Auto Industry in India:

  • The industry’s turnover is close to half of the manufacturing GDP.
  • It accounts for about 11% of the entire GST revenues of the country.
  • The sector is one of the largest employers in the country, employing about 37 million people, directly and indirectly.

The Glorious Past:

  • The industry started off 2018-19 on a good note with vehicles sales across categories growing 18% to nearly 70 lakh units in the first quarter (April-June 2018).
  • In July 2017, vehicle sales spiked due to the benefits extended by the rollout of the Goods and Services Tax (GST).

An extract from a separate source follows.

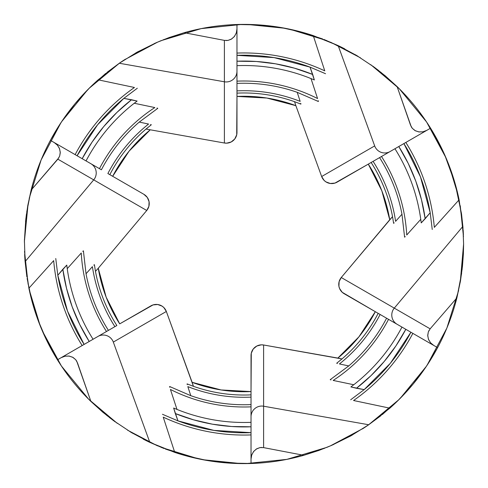 <?xml version="1.0" encoding="UTF-8"?>
<svg xmlns="http://www.w3.org/2000/svg" width="488" height="488" viewBox="0 0 488 488"><rect width="100%" height="100%" fill="white"/><g stroke="black" fill="none" stroke-linecap="round" stroke-linejoin="round"><path stroke-width="0.73" d="M461.483 213.598L455.182 183.775L444.806 155.117L430.569 128.173A219.6 219.6 0 0 1 459.104 199.787L462.892 226.371L463.6 244A219.6 219.6 0 0 1 463.6 244.128M428.318 331.956L430.141 328.833L456.89 297.869A219.6 219.6 0 0 1 437.596 347.657L412.86 333.377A191.052 191.052 0 0 1 353.562 400.514L389.845 408.175A219.6 219.6 0 0 0 437.596 347.657A219.6 219.6 0 0 1 389.845 408.175L368.715 424.749L350.835 435.857L331.614 445.367L318.939 450.418L303.792 455.304A219.6 219.6 0 0 1 174.741 452.394L149.822 442.378L131.266 432.453L113.417 420.558L102.706 412.104L90.902 401.435A219.6 219.6 0 0 1 28.896 288.213L25.108 261.629L24.424 240.596L25.803 219.191L27.767 205.686L31.11 190.131L26.779 211.749M24.723 255.889A219.6 219.6 0 0 1 24.705 255.578M75.677 359.662L72.608 357.204L68.863 356.039L64.934 356.21L61.262 357.619L65.166 356.161L69.339 356.106L73.078 357.46L75.677 359.662L77.458 362.791L90.902 401.435L107.458 415.99M318.164 450.699A219.6 219.6 0 0 0 318.939 450.418L303.792 455.304L263.605 447.624L263.605 406.217L263.605 447.624L260 447.6L263.605 447.624L303.792 455.304L324.679 448.24M429.111 330.266L428.324 331.944L430.141 328.833L394.286 308.129A10.718 10.718 0 0 0 397.098 324.276A10.718 10.718 0 0 1 394.286 308.129L430.141 328.833L456.89 297.869L461.63 273.371M75.707 359.699A204.228 204.228 0 0 0 76.677 361.102M412.293 128.301A204.228 204.228 0 0 0 411.323 126.898M412.323 128.338L415.392 130.796L419.137 131.961L423.065 131.791L426.738 130.381L422.834 131.839L418.661 131.894L414.922 130.54L412.323 128.338L410.542 125.209L397.098 86.565L380.542 72.01M169.836 37.301A219.6 219.6 0 0 0 169.061 37.582L184.208 32.696L224.395 40.376L224.395 81.783L224.395 40.376L228 40.4L224.395 40.376L184.208 32.696L163.321 39.76M59.682 156.044L57.858 159.167L31.11 190.131A219.6 219.6 0 0 1 98.155 79.825L119.285 63.251L137.165 52.143L156.386 42.633L169.061 37.582L156.386 42.633L137.165 52.143L119.285 63.251L224.395 81.783A10.718 10.718 0 0 0 236.973 71.23A10.718 10.718 0 0 1 224.395 81.783L224.395 143.008L226.725 143.161L231.202 141.965L234.758 138.982L236.717 134.779L236.973 96.429A147.736 147.736 0 0 1 295.868 105.67L294.569 101.687L300.907 104.103L300.779 103.371L300.907 104.103L294.569 101.687A151.03 151.03 0 0 0 236.973 93.135L236.973 90.878A153.281 153.281 0 0 1 300.169 101.382L297.216 92.317L318.389 101.498L318.237 100.687L318.389 101.498L297.216 92.317A160.747 160.747 0 0 0 236.973 83.405L236.973 81.154A162.998 162.998 0 0 1 317.566 98.546L311.015 78.58L314.345 79.965L312.698 74.463L294.404 68.155L275.543 63.812L256.328 61.488L236.973 61.207L236.973 53.076A191.052 191.052 0 0 1 324.764 70.858L313.259 35.606L338.178 45.622L356.734 55.547L374.583 67.442L385.294 75.896L397.098 86.565A219.6 219.6 0 0 1 430.569 128.173L405.833 142.453A191.052 191.052 0 0 1 434.326 227.371L459.104 199.787A219.6 219.6 0 0 0 430.569 128.173L405.833 142.453A191.052 191.052 0 0 1 434.326 227.371L459.104 199.787L462.892 226.371L394.286 308.129L341.258 277.519L339.117 281.631L338.916 286.267L339.569 288.506L342.228 292.306L375.315 311.698A147.736 147.736 0 0 1 337.867 358.082L341.96 358.948L336.702 363.231L337.403 363.487L336.702 363.231L341.96 358.948A151.03 151.03 0 0 0 378.17 313.345L380.121 314.473A153.281 153.281 0 0 1 339.428 363.95L348.755 365.927L330.211 379.67L330.998 379.945L330.211 379.67L348.755 365.927A160.747 160.747 0 0 0 386.594 318.213L388.546 319.335A162.998 162.998 0 0 1 333.182 380.439L353.751 384.745L350.884 386.935L356.472 388.265L371.087 375.571L384.276 361.407L395.896 345.931L405.815 329.308L412.86 333.377A191.052 191.052 0 0 1 353.562 400.514L389.845 408.175L368.715 424.749L263.605 406.217A10.718 10.718 0 0 0 251.027 416.77A10.718 10.718 0 0 1 263.605 406.217L263.605 344.992L261.275 344.839L256.798 346.035L253.241 349.018L251.283 353.22L251.027 391.571A147.736 147.736 0 0 1 192.132 382.33L193.431 386.313L187.093 383.897L187.221 384.629L187.093 383.897L193.431 386.313A151.03 151.03 0 0 0 251.027 394.865L251.027 397.122A153.281 153.281 0 0 1 187.831 386.618L190.784 395.683L169.611 386.502L169.763 387.313L169.611 386.502L190.784 395.683A160.747 160.747 0 0 0 251.027 404.595L251.027 406.846A162.998 162.998 0 0 1 170.434 389.454L176.985 409.42L173.655 408.035L175.302 413.537L193.596 419.845L212.457 424.188L231.672 426.512L251.027 426.793L251.027 434.924A191.052 191.052 0 0 1 163.236 417.142L174.741 452.394A219.6 219.6 0 0 0 251.027 463.49L251.027 434.924A191.052 191.052 0 0 1 163.236 417.142L174.741 452.394L149.822 442.378L113.32 342.088A10.718 10.718 0 0 0 97.893 336.47A10.718 10.718 0 0 1 113.32 342.088L166.341 311.472L163.852 307.562L162.028 306.098L157.673 304.512L153.049 304.915L119.712 323.867A147.736 147.736 0 0 1 98.265 268.248L95.471 271.358L94.391 264.667L93.818 265.143L94.391 264.667L95.471 271.358A151.03 151.03 0 0 0 116.858 325.52L114.906 326.643A153.281 153.281 0 0 1 92.403 266.668L86.028 273.756L83.399 250.826L82.765 251.369L83.399 250.826L86.028 273.756A160.747 160.747 0 0 0 108.434 330.382L106.482 331.511A162.998 162.998 0 0 1 81.252 253.016L67.234 268.674L66.771 265.094L62.83 269.272L66.514 288.274L72.181 306.781L79.776 324.581L89.212 341.484L82.167 345.547A191.052 191.052 0 0 1 53.674 260.629L28.896 288.213A219.6 219.6 0 0 0 57.431 359.827L82.167 345.547A191.052 191.052 0 0 1 53.674 260.629L28.896 288.213L25.108 261.629L93.714 179.871A10.718 10.718 0 0 0 90.866 163.7L86.4 161.125M462.105 269.583L463.594 245.891M463.405 234.765L463.167 230.202M462.984 227.548L461.538 214M326.887 447.356L333.761 444.415M349.652 436.516L352.263 435.058M362.572 428.836L362.944 428.598M368.477 424.914L381.165 415.495M382.256 414.617L398.116 400.441L413.025 384.196L426.225 366.543L437.596 347.657L410.908 332.249A188.801 188.801 0 0 1 364.17 389.619L350.689 399.77L364.17 389.619L356.472 388.265A182.927 182.927 0 0 0 405.815 329.308L401.959 327.082A178.48 178.48 0 0 1 353.751 384.745A178.48 178.48 0 0 0 401.959 327.082L388.546 319.335A162.998 162.998 0 0 1 333.182 380.439L353.751 384.745L350.884 386.935L364.17 389.619L390.376 363.249L410.908 332.249L412.86 333.377M433.765 345.449L430.55 342.796L428.421 339.209L427.72 335.293L428.324 331.944L427.732 335.823L428.598 339.66L430.709 342.972L433.765 345.449M410.908 332.249L386.594 318.213A160.747 160.747 0 0 1 348.755 365.927L339.428 363.95A153.281 153.281 0 0 0 380.121 314.473L378.17 313.345A151.03 151.03 0 0 1 341.96 358.948L263.605 344.992L337.867 358.082L358.954 336.799L375.315 311.698L344.113 293.685A10.718 10.718 0 0 1 341.258 277.519L392.529 216.641L393.609 223.333L394.182 222.857L393.609 223.333L392.529 216.641A151.03 151.03 0 0 0 371.142 162.48L373.094 161.357A153.281 153.281 0 0 1 395.597 221.332L401.972 214.244L404.601 237.174L405.235 236.631L404.601 237.174L401.972 214.244A160.747 160.747 0 0 0 379.566 157.618L381.518 156.489A162.998 162.998 0 0 1 406.748 234.984L420.766 219.326L421.229 222.906L425.17 218.728L421.486 199.726L415.819 181.219L408.224 163.419L398.787 146.516L403.881 143.582A188.801 188.801 0 0 1 430.196 212.744L432.24 229.488L430.196 212.744L425.17 218.728A182.927 182.927 0 0 0 398.787 146.516L394.932 148.742A178.48 178.48 0 0 1 420.766 219.326A178.48 178.48 0 0 0 394.932 148.742L381.518 156.489A162.998 162.998 0 0 1 406.748 234.984L420.766 219.326L421.229 222.906L430.196 212.744L420.461 176.857L403.881 143.582L405.821 142.459L401.514 144.948M386.594 318.213L380.121 314.473L386.594 318.213M378.17 313.345L375.315 311.698L378.17 313.345M460.422 281.21A219.6 219.6 0 0 0 460.483 280.856L456.89 297.869L460.483 280.856L462.465 266.308L460.483 280.856M462.392 266.991A219.6 219.6 0 0 0 462.465 266.308L463.374 254.022L462.465 266.308M463.35 254.504A219.6 219.6 0 0 0 463.374 254.022L463.6 244L463.374 254.022M463.6 244.281A219.6 219.6 0 0 0 463.6 244L460.245 282.253M378.67 70.54L372.686 66.057M357.899 56.248L355.331 54.711M344.784 48.892L344.4 48.696M338.434 45.744L323.989 39.485M322.641 38.967L302.42 32.312L280.905 27.523L259.012 24.912L236.973 24.51A219.6 219.6 0 0 1 313.259 35.606A219.6 219.6 0 0 0 236.973 24.51L236.973 53.076A191.052 191.052 0 0 1 324.764 70.858L313.259 35.606L338.178 45.622L374.68 145.912A10.718 10.718 0 0 0 390.107 151.53A10.718 10.718 0 0 1 374.68 145.912L321.659 176.528L324.148 180.438L325.972 181.902L330.327 183.488L334.951 183.085L368.287 164.133A147.736 147.736 0 0 1 389.735 219.752L341.258 277.519L394.286 308.129L462.892 226.371L463.6 244M236.973 28.932L236.284 33.044L234.246 36.685L231.202 39.247L228 40.4L231.66 38.973L234.545 36.307L236.357 32.818L236.973 28.932M379.566 157.618L373.094 161.357L379.566 157.618A160.747 160.747 0 0 1 401.972 214.244L395.597 221.332A153.281 153.281 0 0 0 373.094 161.357L371.142 162.48A151.03 151.03 0 0 1 392.529 216.641L389.735 219.752L381.842 190.845L368.287 164.133L337.086 182.146A10.718 10.718 0 0 1 321.659 176.528L295.868 105.67L321.659 176.528L374.68 145.912L338.178 45.622A219.6 219.6 0 0 1 344.607 48.8M371.142 162.48L368.287 164.133L371.142 162.48M385.953 76.445A219.6 219.6 0 0 0 384.568 75.286M375.26 67.948A219.6 219.6 0 0 0 374.583 67.442L356.734 55.547L338.178 45.622M161.113 40.644L154.238 43.584M138.348 51.484L135.737 52.942M125.428 59.164L125.056 59.402M119.523 63.086L106.835 72.505M105.743 73.383L89.883 87.559L74.975 103.804L61.775 121.457L50.404 140.343L75.14 154.623A191.052 191.052 0 0 1 134.438 87.486L98.155 79.825A219.6 219.6 0 0 0 50.404 140.343L75.14 154.623A191.052 191.052 0 0 1 134.438 87.486L98.155 79.825L119.285 63.251L224.395 81.783L224.395 143.008L146.04 129.052L151.298 124.769L150.597 124.513L151.298 124.769L146.04 129.052A151.03 151.03 0 0 0 109.831 174.655L107.878 173.527A153.281 153.281 0 0 1 148.572 124.05L139.245 122.073L157.789 108.33L157.002 108.055L157.789 108.33L139.245 122.073A160.747 160.747 0 0 0 101.406 169.787L99.454 168.665A162.998 162.998 0 0 1 154.818 107.561L134.249 103.255L137.116 101.065L131.528 99.735L116.913 112.429L103.724 126.593L92.104 142.069L82.185 158.691L77.092 155.751A188.801 188.801 0 0 1 123.83 98.381L137.311 88.23L123.83 98.381L131.528 99.735A182.927 182.927 0 0 0 82.185 158.691L86.041 160.918A178.48 178.48 0 0 1 134.249 103.255A178.48 178.48 0 0 0 86.041 160.918L99.454 168.665A162.998 162.998 0 0 1 154.818 107.561L134.249 103.255L137.116 101.065L123.83 98.381L97.624 124.751L77.092 155.751L75.14 154.623L82.185 158.691M54.235 142.551L57.45 145.204L59.579 148.791L60.28 152.707L59.676 156.056L60.268 152.177L59.402 148.34L57.291 145.028L54.235 142.551M310.026 67.118L325.551 73.718L310.026 67.118L312.698 74.463A182.927 182.927 0 0 0 236.973 61.207L236.973 65.66A178.48 178.48 0 0 1 311.015 78.58A178.48 178.48 0 0 0 236.973 65.66L236.973 81.154A162.998 162.998 0 0 1 317.566 98.546L311.015 78.58L314.345 79.965L310.026 67.118A188.801 188.801 0 0 0 236.973 55.327L274.085 57.608L310.026 67.118M169.061 37.582L184.208 32.696A219.6 219.6 0 0 1 236.973 24.51L236.973 83.405A160.747 160.747 0 0 1 297.216 92.317L300.169 101.382A153.281 153.281 0 0 0 236.973 90.878L236.973 93.135A151.03 151.03 0 0 1 294.569 101.687L295.868 105.67L266.887 98.045L236.973 96.429L236.973 132.455A10.718 10.718 0 0 1 224.395 143.008L146.04 129.052A151.03 151.03 0 0 0 109.831 174.655L112.685 176.302A147.736 147.736 0 0 1 150.133 129.918L129.046 151.201L112.685 176.302L143.887 194.316L107.878 173.527A153.281 153.281 0 0 1 148.572 124.05L139.245 122.073A160.747 160.747 0 0 0 101.406 169.787L86.041 160.918M236.973 83.405L236.973 90.878L236.973 83.405M236.973 93.135L236.973 96.429L236.973 93.135M157.136 42.31A219.6 219.6 0 0 0 156.386 42.633M125.257 59.274A219.6 219.6 0 0 0 119.285 63.251M26.444 214.11L25.553 221.528M24.449 239.242L24.406 242.225M24.638 254.279L24.662 254.699M25.083 261.342L26.883 276.922M27.121 278.477L31.464 299.248L38.076 320.28L46.757 340.539L57.431 359.827L84.119 344.418A188.801 188.801 0 0 1 57.804 275.256L55.76 258.512L57.804 275.256L62.83 269.272A182.927 182.927 0 0 0 89.212 341.484L93.068 339.258A178.48 178.48 0 0 1 67.234 268.674A178.48 178.48 0 0 0 93.068 339.258L106.482 331.511A162.998 162.998 0 0 1 81.252 253.016L67.234 268.674L66.771 265.094L57.804 275.256L67.539 311.143L84.119 344.418L89.212 341.484L82.167 345.547L86.486 343.052M27.914 204.875A219.6 219.6 0 0 0 27.767 205.686L25.803 219.191L24.424 240.596L25.108 261.629L93.714 179.871L57.858 159.167L146.742 210.481L148.883 206.369L149.084 201.733L147.309 197.451L143.887 194.316A10.718 10.718 0 0 1 146.742 210.481L98.265 268.248L146.742 210.481L93.714 179.871A10.718 10.718 0 0 0 90.866 163.7M25.901 218.386A219.6 219.6 0 0 0 25.803 219.191M24.65 254.474A219.6 219.6 0 0 0 25.108 261.629M109.33 417.46L115.314 421.943M130.101 431.752L132.669 433.289M143.216 439.108L143.6 439.304M149.566 442.256L164.011 448.515M165.359 449.033L185.58 455.688L207.095 460.477L228.988 463.088L251.027 463.49L251.027 432.673A188.801 188.801 0 0 1 177.974 420.882L162.449 414.281L177.974 420.882L175.302 413.537A182.927 182.927 0 0 0 251.027 426.793L251.027 422.34A178.48 178.48 0 0 1 176.985 409.42A178.48 178.48 0 0 0 251.027 422.34L251.027 406.846A162.998 162.998 0 0 1 170.434 389.454L176.985 409.42L173.655 408.035L177.974 420.882L213.915 430.392L251.027 432.673L251.027 404.595A160.747 160.747 0 0 1 190.784 395.683L187.831 386.618A153.281 153.281 0 0 0 251.027 397.122L251.027 394.865A151.03 151.03 0 0 1 193.431 386.313L166.341 311.472L192.132 382.33L221.113 389.955L251.027 391.571L251.027 355.545A10.718 10.718 0 0 1 263.605 344.992L263.605 406.217L368.715 424.749A219.6 219.6 0 0 1 362.743 428.726M251.027 459.068L251.716 454.956L253.754 451.315L256.798 448.753L260 447.6L256.34 449.027L253.455 451.693L251.643 455.182L251.027 459.068M102.047 411.555A219.6 219.6 0 0 0 103.432 412.714M112.74 420.052A219.6 219.6 0 0 0 113.417 420.558L131.266 432.453L149.822 442.378L113.32 342.088L166.341 311.472A10.718 10.718 0 0 0 150.914 305.854L119.712 323.867L106.158 297.155L98.265 268.248L95.471 271.358A151.03 151.03 0 0 0 116.858 325.52L114.906 326.643A153.281 153.281 0 0 1 92.403 266.668L86.028 273.756A160.747 160.747 0 0 0 108.434 330.382L114.906 326.643L108.434 330.382M143.393 439.2A219.6 219.6 0 0 0 149.822 442.378M24.418 241.279L28.097 203.892M29.195 198.36L41.114 159.96L61.049 122.537M61.543 121.799L87.742 89.701M89.103 88.334L119.597 63.037M124.428 59.81L157.783 42.035M161.028 40.675L201.16 28.621L241.932 24.412M247.013 24.418L285.053 28.273M289.707 29.207L326.594 40.522M330.577 42.188L360.467 57.828M370.782 64.697L399.282 88.718L426.591 121.994L446.069 158.02M449.015 165.304L458.14 195.322M460.245 205.741L463.478 236.698M458.616 290.531L446.886 328.04L426.951 365.463M426.457 366.201L400.258 398.3M398.897 399.666L368.403 424.963M363.572 428.19L330.217 445.965M326.972 447.325L286.84 459.379L246.068 463.588M240.987 463.582L202.947 459.726M198.293 458.793L161.406 447.478M157.423 445.812L127.533 430.172M117.218 423.303L88.718 399.282L61.409 366.006L42.297 330.834M40.223 325.856L29.225 289.768M28.133 284.333L24.522 251.351M228.018 40.394L226.127 40.553M259.982 447.606L261.873 447.447M330.864 445.69A219.6 219.6 0 0 0 331.614 445.367L350.835 435.857L368.715 424.749M251.027 404.595L251.027 397.122L251.027 404.595M251.027 394.865L251.027 391.571L251.027 394.865M318.939 450.418L331.614 445.367M76.732 361.181L90.902 401.435L102.706 412.104L113.417 420.558M89.212 341.484L106.482 331.511M58.889 157.734L31.11 190.131L27.767 205.686M411.268 126.819L397.098 86.565L385.294 75.896L374.583 67.442M381.518 156.489L403.881 143.582"/></g></svg>

Reasons for the Slow Down:

  • Demand failed to pick up in August and September, after the floods in Kerala and heavy rainfall in several other States.
  • In the ensuing months, consumer sentiment remained subdued as the total cost of vehicle ownership went up largely due to an increase in fuel prices, higher interest rates and a hike in vehicle insurance costs.
  • In such an environment, the festive season too failed to boost demand, leading to a huge inventory pile-up with dealers.
  • Further, the IL&FS crisis late last year led to a severe liquidity crunch, almost drying up credit for dealers and customers.
  • Nearly half the vehicles sold in rural markets are financed by non-banking financial companies (NBFCs).
  • Being stuck with higher inventory due to a lacklustre festive season, dealers too needed more working capital.
  • There is also a possibility that some customers are waiting to buy the latest Bharat Stage (BS)-VIemission standard compliant vehicles or are waiting for more incentives from vehicle makers who will be looking to sell off their BS-IV compliant stocks before the April 1, 2020 deadline.
  • Too much focus on electric vehicles (EVs) by the government may also be encouraging buyers to postpone the purchase of petrol and diesel vehicles.
  • Over FY19-21, vehicle prices are estimated to jump 13-30% due to safety, insurance and emission-related compliance costs.
  • Growing competition from the pre-owned cars market is also pulling down sales of new vehicles.

Consequences:

  • The industry has been forced to undertake production cuts.
  • The prolonged demand slowdown has triggered production as well as job cuts in the sector. According to the latest figures that are available, original equipment manufacturers (OEMs) have removed about 15,000 temporary workers in the past two to three months.
  • A lack of working capital amid tepid demand has led to closure of nearly 300 dealerships across the country.
  • This has led to over two lakh people losing their jobs, according to the Federation of Automobile Dealers Associations (FADA).
  • Separately, the Automotive Component Manufacturers Association of India (ACMA) warned in July that 10 lakh jobs were at risk and urgent action was needed to bring the industry back on track.

Way Ahead:

  • The government should come out with a revival package ahead of the festive season to yield benefits.
  • The industry’s demands include a reduction in GST to 18% from the current rate of 28%, which will help in an immediate price reduction.
  • Besides, it has sought measures to handle the NBFC crisis to infuse liquidity into the system, and clarity on policy for electric vehicles and introduction of vehicle scrappage policy, which will also boost demand for new vehicles.